Biochem Biophys Res Commun. 2002 Nov 22;299(1):160-6. doi: 10.1016/s0006-291x(02)02540-8.
We report here the molecular cloning of the mouse neutral ceramidase gene and its promoter analysis. The gene, composed of 27 exons ranging in size from 40 to 292 bp, spans more than 70 kb. Analysis of the 5(')-flanking region of the ceramidase genes revealed that the first exon of the gene of mouse liver was exactly the same as that of mouse kidney and Swiss 3T3 fibroblasts but completely different from that of mouse brain. The putative promoter regions of liver and brain ceramidase genes contained several well-characterized promoter elements such as GATA-2, C/EBP, and HNF3beta but lacked TATA and CAAT boxes, a typical feature of a housekeeping gene, although the expression is regulated in a tissue-specific manner. Interestingly, a GC box was exclusively found in the putative promoter of mouse liver whereas potential AP1 and AP4 binding sites were present in that of mouse brain. By a luciferase reporter gene assay, it was shown that the GC-rich region, which exists just upstream of the first exon, conferred the promoter activity in Swiss 3T3 cells.

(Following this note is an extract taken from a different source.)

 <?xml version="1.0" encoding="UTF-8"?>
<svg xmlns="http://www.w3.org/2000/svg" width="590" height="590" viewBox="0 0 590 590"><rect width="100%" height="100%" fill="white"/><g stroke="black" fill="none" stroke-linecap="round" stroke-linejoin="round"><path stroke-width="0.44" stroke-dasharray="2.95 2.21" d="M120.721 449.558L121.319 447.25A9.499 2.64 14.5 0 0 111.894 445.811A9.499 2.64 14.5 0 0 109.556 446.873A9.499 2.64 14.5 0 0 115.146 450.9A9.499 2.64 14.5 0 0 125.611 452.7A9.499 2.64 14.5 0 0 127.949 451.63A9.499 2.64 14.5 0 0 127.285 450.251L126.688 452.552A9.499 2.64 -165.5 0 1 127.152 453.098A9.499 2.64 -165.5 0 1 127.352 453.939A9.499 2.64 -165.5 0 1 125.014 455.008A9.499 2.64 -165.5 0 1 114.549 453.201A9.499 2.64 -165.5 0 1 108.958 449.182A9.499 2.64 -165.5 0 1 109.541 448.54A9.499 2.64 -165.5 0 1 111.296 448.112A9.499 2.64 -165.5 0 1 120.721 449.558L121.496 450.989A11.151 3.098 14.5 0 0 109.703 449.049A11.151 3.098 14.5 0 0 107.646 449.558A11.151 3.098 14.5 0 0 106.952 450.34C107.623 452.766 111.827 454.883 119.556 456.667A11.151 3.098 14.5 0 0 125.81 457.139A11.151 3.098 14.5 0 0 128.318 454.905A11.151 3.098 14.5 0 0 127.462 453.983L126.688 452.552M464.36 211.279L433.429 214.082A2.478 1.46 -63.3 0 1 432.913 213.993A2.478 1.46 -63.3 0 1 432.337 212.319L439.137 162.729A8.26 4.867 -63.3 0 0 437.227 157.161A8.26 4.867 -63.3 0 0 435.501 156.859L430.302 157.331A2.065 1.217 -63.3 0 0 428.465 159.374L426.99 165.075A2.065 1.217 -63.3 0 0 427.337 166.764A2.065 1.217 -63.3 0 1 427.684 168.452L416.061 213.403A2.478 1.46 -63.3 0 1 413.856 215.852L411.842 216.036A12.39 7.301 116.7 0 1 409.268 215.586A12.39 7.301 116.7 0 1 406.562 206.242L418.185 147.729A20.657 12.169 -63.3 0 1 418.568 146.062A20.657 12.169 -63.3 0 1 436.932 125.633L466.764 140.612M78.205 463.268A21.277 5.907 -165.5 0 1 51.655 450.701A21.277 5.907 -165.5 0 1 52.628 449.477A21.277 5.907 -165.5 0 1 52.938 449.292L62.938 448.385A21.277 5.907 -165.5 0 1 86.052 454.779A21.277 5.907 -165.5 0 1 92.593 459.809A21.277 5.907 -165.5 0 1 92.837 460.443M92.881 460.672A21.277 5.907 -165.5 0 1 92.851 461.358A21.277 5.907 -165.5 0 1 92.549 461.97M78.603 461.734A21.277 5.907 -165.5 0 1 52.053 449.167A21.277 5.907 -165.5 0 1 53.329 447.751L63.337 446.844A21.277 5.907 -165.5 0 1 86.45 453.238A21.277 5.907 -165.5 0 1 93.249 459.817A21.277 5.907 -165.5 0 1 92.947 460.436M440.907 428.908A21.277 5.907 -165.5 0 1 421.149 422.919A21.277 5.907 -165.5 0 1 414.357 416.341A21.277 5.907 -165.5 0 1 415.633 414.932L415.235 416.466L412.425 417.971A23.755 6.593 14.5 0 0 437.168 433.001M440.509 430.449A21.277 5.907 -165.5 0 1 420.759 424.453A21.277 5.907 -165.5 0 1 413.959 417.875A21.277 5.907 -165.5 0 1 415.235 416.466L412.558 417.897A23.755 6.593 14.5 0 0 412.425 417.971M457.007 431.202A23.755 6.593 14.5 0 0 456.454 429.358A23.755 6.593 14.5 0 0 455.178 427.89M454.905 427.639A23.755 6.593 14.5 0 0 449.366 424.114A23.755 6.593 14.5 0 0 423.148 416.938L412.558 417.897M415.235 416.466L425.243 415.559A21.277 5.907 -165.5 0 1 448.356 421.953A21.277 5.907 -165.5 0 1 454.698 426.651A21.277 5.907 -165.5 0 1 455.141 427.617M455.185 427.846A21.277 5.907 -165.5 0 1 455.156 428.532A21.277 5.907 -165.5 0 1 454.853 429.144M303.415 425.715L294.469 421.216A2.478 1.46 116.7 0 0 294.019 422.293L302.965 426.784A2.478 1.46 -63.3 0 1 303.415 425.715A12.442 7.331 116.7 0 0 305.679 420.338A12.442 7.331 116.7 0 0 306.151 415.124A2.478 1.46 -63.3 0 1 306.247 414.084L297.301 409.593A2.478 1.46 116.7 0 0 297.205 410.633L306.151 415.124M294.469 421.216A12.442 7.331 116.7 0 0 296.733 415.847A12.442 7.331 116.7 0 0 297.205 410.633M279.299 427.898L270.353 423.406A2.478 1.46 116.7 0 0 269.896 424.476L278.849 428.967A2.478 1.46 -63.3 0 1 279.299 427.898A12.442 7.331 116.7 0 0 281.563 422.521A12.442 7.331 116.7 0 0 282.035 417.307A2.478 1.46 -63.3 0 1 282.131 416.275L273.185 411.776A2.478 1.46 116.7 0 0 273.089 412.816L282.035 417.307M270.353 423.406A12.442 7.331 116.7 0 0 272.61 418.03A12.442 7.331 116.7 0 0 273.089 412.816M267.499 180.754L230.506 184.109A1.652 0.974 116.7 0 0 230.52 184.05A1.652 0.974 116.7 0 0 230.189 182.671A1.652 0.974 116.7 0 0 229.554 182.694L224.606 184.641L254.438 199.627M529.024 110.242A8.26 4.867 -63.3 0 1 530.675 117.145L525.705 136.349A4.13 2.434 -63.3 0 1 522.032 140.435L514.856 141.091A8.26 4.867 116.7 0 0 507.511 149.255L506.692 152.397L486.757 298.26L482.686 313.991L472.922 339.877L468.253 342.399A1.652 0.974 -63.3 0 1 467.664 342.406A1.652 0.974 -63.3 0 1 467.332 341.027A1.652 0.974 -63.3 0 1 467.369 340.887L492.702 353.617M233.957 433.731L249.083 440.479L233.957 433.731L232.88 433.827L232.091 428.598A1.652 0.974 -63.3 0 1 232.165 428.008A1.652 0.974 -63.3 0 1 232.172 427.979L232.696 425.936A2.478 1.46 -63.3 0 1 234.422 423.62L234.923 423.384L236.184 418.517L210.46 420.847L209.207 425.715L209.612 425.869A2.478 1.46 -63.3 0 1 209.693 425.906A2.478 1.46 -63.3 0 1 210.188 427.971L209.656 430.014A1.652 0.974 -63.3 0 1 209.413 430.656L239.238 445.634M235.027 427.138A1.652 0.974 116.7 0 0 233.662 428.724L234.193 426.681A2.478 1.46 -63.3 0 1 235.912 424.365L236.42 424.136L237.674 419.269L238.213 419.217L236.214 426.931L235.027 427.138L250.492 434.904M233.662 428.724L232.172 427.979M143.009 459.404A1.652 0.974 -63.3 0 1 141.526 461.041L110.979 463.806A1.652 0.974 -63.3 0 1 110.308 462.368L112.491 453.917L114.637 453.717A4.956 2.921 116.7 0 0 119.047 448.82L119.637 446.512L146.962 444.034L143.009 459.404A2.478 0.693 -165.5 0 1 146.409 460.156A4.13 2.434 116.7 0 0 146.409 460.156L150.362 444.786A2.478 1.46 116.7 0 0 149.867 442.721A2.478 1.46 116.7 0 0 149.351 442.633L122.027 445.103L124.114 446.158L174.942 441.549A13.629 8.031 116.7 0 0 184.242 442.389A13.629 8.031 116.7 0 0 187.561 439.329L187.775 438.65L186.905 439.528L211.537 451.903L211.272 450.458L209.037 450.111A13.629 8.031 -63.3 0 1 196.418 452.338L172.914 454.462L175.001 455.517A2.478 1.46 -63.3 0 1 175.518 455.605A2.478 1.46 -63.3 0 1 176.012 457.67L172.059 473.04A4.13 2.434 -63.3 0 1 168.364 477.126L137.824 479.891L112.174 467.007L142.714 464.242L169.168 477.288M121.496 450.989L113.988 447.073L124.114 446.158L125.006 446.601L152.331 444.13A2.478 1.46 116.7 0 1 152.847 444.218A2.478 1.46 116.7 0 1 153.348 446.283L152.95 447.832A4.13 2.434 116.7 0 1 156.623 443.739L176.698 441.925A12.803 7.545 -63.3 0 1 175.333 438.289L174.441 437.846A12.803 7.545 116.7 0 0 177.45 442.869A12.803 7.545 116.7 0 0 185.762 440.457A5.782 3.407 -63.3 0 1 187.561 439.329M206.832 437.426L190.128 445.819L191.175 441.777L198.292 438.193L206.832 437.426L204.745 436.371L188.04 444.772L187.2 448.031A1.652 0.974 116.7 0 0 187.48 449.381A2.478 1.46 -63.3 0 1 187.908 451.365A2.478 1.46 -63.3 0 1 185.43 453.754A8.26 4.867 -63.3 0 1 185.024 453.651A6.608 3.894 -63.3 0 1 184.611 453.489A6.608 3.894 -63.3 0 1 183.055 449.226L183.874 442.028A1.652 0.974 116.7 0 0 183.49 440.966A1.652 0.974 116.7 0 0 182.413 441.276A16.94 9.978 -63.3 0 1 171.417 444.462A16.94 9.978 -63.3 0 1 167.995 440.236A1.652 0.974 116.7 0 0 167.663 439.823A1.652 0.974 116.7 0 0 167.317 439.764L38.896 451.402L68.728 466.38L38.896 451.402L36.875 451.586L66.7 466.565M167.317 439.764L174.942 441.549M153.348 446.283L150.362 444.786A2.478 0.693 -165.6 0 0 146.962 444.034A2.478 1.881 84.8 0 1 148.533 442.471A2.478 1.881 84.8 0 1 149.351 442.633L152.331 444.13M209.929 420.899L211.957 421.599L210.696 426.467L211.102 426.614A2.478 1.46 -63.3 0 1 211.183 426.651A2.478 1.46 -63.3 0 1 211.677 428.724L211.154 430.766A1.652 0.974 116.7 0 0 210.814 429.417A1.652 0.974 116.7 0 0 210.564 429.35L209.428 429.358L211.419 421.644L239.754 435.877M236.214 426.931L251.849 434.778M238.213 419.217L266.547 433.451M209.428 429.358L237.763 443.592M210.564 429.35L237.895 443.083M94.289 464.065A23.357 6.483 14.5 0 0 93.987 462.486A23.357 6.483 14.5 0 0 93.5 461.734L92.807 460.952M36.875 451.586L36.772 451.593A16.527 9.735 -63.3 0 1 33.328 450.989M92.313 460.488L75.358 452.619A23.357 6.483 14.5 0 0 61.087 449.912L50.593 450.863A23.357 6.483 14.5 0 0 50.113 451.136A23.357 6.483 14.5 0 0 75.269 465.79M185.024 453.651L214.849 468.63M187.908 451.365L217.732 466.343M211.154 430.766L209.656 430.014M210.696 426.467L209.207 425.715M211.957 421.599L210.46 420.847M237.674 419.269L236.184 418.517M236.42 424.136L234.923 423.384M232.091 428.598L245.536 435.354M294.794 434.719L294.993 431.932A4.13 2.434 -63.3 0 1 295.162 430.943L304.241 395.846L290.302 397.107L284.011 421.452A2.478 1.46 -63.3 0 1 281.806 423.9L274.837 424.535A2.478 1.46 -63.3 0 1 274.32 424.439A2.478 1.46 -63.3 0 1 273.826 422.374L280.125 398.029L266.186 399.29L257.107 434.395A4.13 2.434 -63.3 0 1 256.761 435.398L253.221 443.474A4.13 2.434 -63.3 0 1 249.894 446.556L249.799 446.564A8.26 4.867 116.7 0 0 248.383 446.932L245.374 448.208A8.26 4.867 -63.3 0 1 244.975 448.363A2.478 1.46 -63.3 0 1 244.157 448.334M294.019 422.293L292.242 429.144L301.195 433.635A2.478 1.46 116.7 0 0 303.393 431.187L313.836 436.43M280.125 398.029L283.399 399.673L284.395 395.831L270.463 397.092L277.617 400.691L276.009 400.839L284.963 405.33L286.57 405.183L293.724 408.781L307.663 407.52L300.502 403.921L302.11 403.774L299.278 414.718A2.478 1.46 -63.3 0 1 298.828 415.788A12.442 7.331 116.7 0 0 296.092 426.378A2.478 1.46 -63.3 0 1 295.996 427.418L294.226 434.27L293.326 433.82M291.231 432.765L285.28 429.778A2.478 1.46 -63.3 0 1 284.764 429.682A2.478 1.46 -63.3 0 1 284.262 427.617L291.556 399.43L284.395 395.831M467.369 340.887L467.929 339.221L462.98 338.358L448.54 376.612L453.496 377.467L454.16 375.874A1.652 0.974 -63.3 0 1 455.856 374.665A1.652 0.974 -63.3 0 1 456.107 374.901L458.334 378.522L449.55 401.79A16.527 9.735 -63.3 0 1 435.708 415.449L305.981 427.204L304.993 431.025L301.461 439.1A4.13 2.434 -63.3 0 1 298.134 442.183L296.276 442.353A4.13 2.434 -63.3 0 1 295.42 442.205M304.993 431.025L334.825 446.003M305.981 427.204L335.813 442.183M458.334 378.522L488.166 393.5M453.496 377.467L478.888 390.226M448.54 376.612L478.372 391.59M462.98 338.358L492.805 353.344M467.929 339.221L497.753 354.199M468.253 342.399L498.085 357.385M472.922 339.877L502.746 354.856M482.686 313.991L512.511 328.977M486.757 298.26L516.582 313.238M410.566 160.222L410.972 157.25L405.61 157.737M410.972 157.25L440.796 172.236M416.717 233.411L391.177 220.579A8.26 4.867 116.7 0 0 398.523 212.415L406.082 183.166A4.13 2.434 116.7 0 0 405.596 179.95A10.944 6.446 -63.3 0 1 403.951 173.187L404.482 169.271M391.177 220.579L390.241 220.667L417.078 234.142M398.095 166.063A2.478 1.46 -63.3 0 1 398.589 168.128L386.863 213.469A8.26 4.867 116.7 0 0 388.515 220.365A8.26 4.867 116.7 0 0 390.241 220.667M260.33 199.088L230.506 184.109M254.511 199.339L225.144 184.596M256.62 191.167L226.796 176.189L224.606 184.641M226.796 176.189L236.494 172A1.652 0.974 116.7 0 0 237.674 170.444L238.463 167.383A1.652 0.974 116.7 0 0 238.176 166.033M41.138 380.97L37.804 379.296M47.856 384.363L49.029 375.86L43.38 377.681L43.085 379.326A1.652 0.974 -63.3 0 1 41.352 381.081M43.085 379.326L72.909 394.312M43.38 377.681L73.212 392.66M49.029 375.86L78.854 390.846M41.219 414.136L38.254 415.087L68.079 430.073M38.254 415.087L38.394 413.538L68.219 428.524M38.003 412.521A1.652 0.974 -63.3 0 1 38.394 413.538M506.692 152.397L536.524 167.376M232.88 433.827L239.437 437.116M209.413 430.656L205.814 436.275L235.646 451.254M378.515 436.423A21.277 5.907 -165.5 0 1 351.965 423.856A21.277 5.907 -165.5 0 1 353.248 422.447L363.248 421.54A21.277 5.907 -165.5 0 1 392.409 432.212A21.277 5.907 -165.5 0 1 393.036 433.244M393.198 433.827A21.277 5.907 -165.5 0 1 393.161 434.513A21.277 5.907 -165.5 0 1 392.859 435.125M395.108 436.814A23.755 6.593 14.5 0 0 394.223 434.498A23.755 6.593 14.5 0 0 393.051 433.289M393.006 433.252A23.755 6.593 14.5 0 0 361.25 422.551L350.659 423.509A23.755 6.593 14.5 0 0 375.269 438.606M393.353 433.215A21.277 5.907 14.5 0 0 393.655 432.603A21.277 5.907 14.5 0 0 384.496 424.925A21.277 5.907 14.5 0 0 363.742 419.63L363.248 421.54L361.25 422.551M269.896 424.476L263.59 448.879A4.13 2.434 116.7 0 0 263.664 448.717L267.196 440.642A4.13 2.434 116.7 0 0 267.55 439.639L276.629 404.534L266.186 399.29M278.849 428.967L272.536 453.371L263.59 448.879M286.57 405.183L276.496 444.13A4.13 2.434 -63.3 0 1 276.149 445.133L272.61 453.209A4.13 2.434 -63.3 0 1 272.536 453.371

我们在此报告小鼠中性神经酰胺酶基因的分子克隆及其启动子分析。该基因由27个外显子组成,大小从40到292 bp不等,跨度超过70 kb。对神经酰胺酶基因5′侧翼区域的分析表明,小鼠肝脏基因的第一个外显子与小鼠肾脏和瑞士3T3成纤维细胞的完全相同,但与小鼠大脑的完全不同。肝脏和大脑神经酰胺酶基因的推定启动子区域包含几个特征明确的启动子元件,如GATA-2、C/EBP和HNF3β,但缺乏TATA和CAAT框,这是管家基因的典型特征,尽管其表达是以组织特异性方式调节的。有趣的是,GC框仅在小鼠肝脏的推定启动子中发现,而潜在的AP1和AP4结合位点存在于小鼠大脑的推定启动子中。通过荧光素酶报告基因测定表明,存在于第一个外显子上游的富含GC的区域赋予了瑞士3T3细胞中的启动子活性。